The layout is now about 5% complete and will start to lay track soon.


http://youtu.be/d0bxRVo8gKs











Today I got the bench work done and am waiting for a sheet of homasote to arrive on tuesday.
































Thanks for stopping in, Mike & Robin


----------



## tjcruiser (Jan 10, 2010)

Sawdust is a-flyin'! Sweet ... lookin' forward to your progress.

Do you plan to lay the homasote directly on top of the 1-by cross braces? That's risky, in my opinion ... I think over time, the homasote will sag inbetween the braces, especially if humidity / moisture is any concern. Maybe consider MDF, instead?

TJ


----------



## Fifer (Apr 21, 2011)

tjcruiser said:


> Sawdust is a-flyin'! Sweet ... lookin' forward to your progress.
> 
> Do you plan to lay the homasote directly on top of the 1-by cross braces? That's risky, in my opinion ... I think over time, the homasote will sag inbetween the braces, especially if humidity / moisture is any concern. Maybe consider MDF, instead?
> 
> TJ


Thanks TJ , yes homasote direct.

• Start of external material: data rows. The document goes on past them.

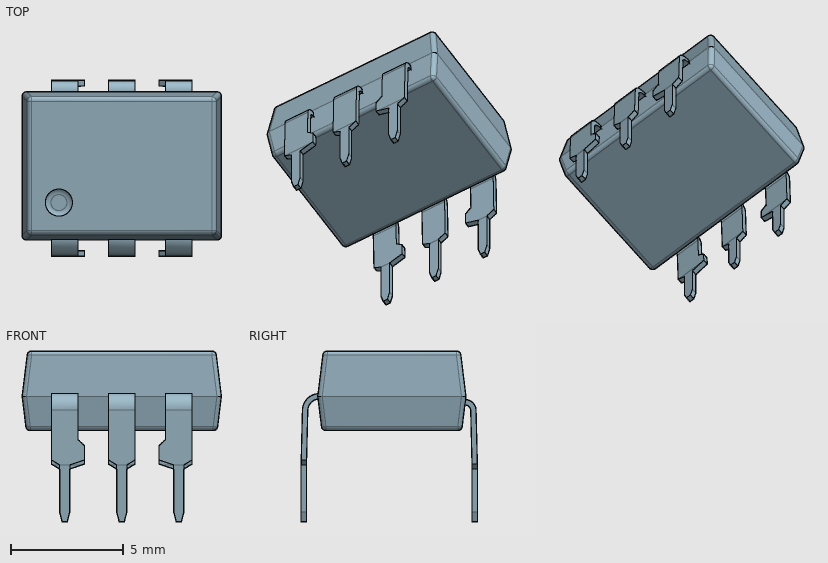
import cadquery as cq
import math


housing_length = 8.89
housing_width = 6.61
housing_center_y = 0.12
upper_height = 2.02
lower_height = 1.53
draft_angle = 7.0
edge_radius = 0.205

dimple_x = -2.8
dimple_y = -1.52
dimple_rim_radius = 0.605
dimple_floor_radius = 0.36
dimple_depth = 0.12

lead_pitch = 2.54
lead_thickness = 0.25
lead_span = 7.87
lead_outer_y = lead_span / 2
lead_tip_z = -5.6
bend_center_z = -0.64
splay_angle = math.radians(1.4)
splay_end_z = -3.06
blade_half_width = 0.6
pin_half_width = 0.23
tip_half_width = 0.12
tip_length = 0.445
shoulder_rise = 0.22
tab_reach = 0.89
tab_top_rise = 0.85
tab_notch_rise = 1.13
root_length = 0.18

front_row = (-1, 0.52, splay_end_z)
back_row = (1, 0.25, -3.245)

lead_places = ((-lead_pitch, 1), (0, 0), (lead_pitch, -1))


def housing_half(height, direction):
    """Drafted half of the housing, above (1) or below (-1) the parting plane, with rounded edges."""
    half = cq.Workplane("XY").rect(housing_length, housing_width).extrude(height, taper=draft_angle)
    parting_edges = cq.selectors.BoxSelector(
        (-housing_length, -housing_width, -edge_radius / 2),
        (housing_length, housing_width, edge_radius / 2),
    )
    half = half.edges(cq.selectors.InverseSelector(parting_edges)).fillet(edge_radius)
    if direction < 0:
        half = half.mirror("XY")
    return half.translate((0, housing_center_y, 0))


def dimple():
    """Cutter for the dimple, revolved about its own axis; its wall arc is tangent to the floor."""
    wall_width = dimple_rim_radius - dimple_floor_radius
    wall_radius = (wall_width**2 + dimple_depth**2) / (2 * dimple_depth)
    wall_angle = math.asin(wall_width / wall_radius)
    wall_middle = (
        dimple_floor_radius + wall_radius * math.sin(wall_angle / 2),
        -dimple_depth + wall_radius * (1 - math.cos(wall_angle / 2)),
    )
    return (
        cq.Workplane("XZ")
        .moveTo(0, 0)
        .lineTo(0, -dimple_depth)
        .lineTo(dimple_floor_radius, -dimple_depth)
        .threePointArc(wall_middle, (dimple_rim_radius, 0))
        .close()
        .revolve(360, (0, 0, 0), (0, 1, 0))
        .translate((dimple_x, dimple_y, upper_height))
    )


def lead_side_strip(side, inner_radius):
    """Bent strip of constant section along X: root, bend, splayed stretch and upright stretch."""
    outer_radius = inner_radius + lead_thickness
    splay_drop = bend_center_z - splay_end_z
    bend_center_y = (
        lead_outer_y
        - outer_radius * math.cos(splay_angle)
        - (splay_drop + outer_radius * math.sin(splay_angle)) * math.tan(splay_angle)
    )
    bend_middle_angle = (math.pi / 2 + splay_angle) / 2

    def on_bend(radius, angle):
        return (
            side * (bend_center_y + radius * math.cos(angle)),
            bend_center_z + radius * math.sin(angle),
        )

    outer_y = side * lead_outer_y
    inner_y = side * (lead_outer_y - lead_thickness)
    root_y = side * (bend_center_y - root_length)
    strip_half_length = tab_reach + blade_half_width
    return (
        cq.Workplane("YZ")
        .moveTo(root_y, bend_center_z + outer_radius)
        .lineTo(*on_bend(outer_radius, math.pi / 2))
        .threePointArc(on_bend(outer_radius, bend_middle_angle), on_bend(outer_radius, splay_angle))
        .lineTo(outer_y, splay_end_z)
        .lineTo(outer_y, lead_tip_z)
        .lineTo(inner_y, lead_tip_z)
        .lineTo(inner_y, splay_end_z)
        .lineTo(*on_bend(inner_radius, splay_angle))
        .threePointArc(on_bend(inner_radius, bend_middle_angle), on_bend(inner_radius, math.pi / 2))
        .lineTo(root_y, bend_center_z + inner_radius)
        .close()
        .extrude(strip_half_length, both=True)
    )


def lead_front_outline(tab_direction, neck_z):
    """Width outline of a lead, cut straight through along Y: blade, shoulders, pin and tapered tip."""
    shoulder_z = neck_z + shoulder_rise
    facing = tab_direction if tab_direction else 1
    if tab_direction:
        near_side = [
            (blade_half_width, upper_height),
            (blade_half_width, neck_z + tab_notch_rise),
            (tab_reach, neck_z + tab_top_rise),
            (tab_reach, shoulder_z),
        ]
    else:
        near_side = [(blade_half_width, upper_height), (blade_half_width, shoulder_z)]
    pin_and_tip = [
        (pin_half_width, neck_z),
        (pin_half_width, lead_tip_z + tip_length),
        (tip_half_width, lead_tip_z),
        (-tip_half_width, lead_tip_z),
        (-pin_half_width, lead_tip_z + tip_length),
        (-pin_half_width, neck_z),
    ]
    far_side = [(-blade_half_width, shoulder_z), (-blade_half_width, upper_height)]
    outline = [(facing * x, z) for x, z in near_side + pin_and_tip + far_side]
    return cq.Workplane("XZ").polyline(outline).close().extrude(housing_width, both=True)


def make_housing():
    """Both drafted halves joined at the parting plane, with the dimple in the top face."""
    upper_half = housing_half(upper_height, 1)
    lower_half = housing_half(lower_height, -1)
    return upper_half.union(lower_half).cut(dimple())


def make_lead(row, x, tab_direction):
    """One lead: the bent strip trimmed to the width outline."""
    side, inner_radius, neck_z = row
    strip = lead_side_strip(side, inner_radius)
    lead = strip.intersect(lead_front_outline(tab_direction, neck_z))
    return lead.translate((x, 0, 0))


housing = make_housing()

leads = []
for row in (front_row, back_row):
    for x, tab_direction in lead_places:
        lead = make_lead(row, x, tab_direction)
        housing = housing.cut(lead)
        leads.append(lead)

result = cq.Compound.makeCompound([housing.solids().val(), *[lead.solids().val() for lead in leads]])

We do not have humidity problems here.
I have constructed my last 5 layouts using it and the HO clubs layout as well with no issues.
Thanks , Mike


----------



## Southern (Nov 17, 2008)

Fifer said:


> Thanks TJ , yes homasote direct. We do not have humidity problems here.
> I have constructed my last 5 layouts using it and the HO clubs layout as well with no issues.
> Thanks , Mike


My lay out is made with homasote. I have never had problems with sagging. One of the house that is was in was very dry in the winter and I had the track in the yard buckle from the board drying out. Now i try to manage the humidity in the man cave.


----------



## Fifer (Apr 21, 2011)

Southern said:


> My lay out is made with homasote. I have never had problems with sagging. One of the house that is was in was very dry in the winter and I had the track in the yard buckle from the board drying out. Now i try to manage the humidity in the man cave.


Homasote 440 has no issues as it is a water resistant flooring sound board.

Thanks , Mike


----------



## New Berlin RR (Feb 11, 2012)

lookin good, i like the progress so far


----------



## Fifer (Apr 21, 2011)

New Berlin RR said:


> lookin good, i like the progress so far


New Berlin , Thanks and I see you are having some great fun as well!

Mike


----------



## Southern (Nov 17, 2008)

Fifer said:


> Homasote 440 has no issues as it is a water resistant flooring sound board.
> 
> Thanks , Mike


 I must be wrong on the name of what that stuff is that my layout is made of. It is not something that you would make a floor out of. It is more like tick cardboard.


----------



## Fifer (Apr 21, 2011)

Southern said:


> I must be wrong on the name of what that stuff is that my layout is made of. It is not something that you would make a floor out of. It is more like tick cardboard.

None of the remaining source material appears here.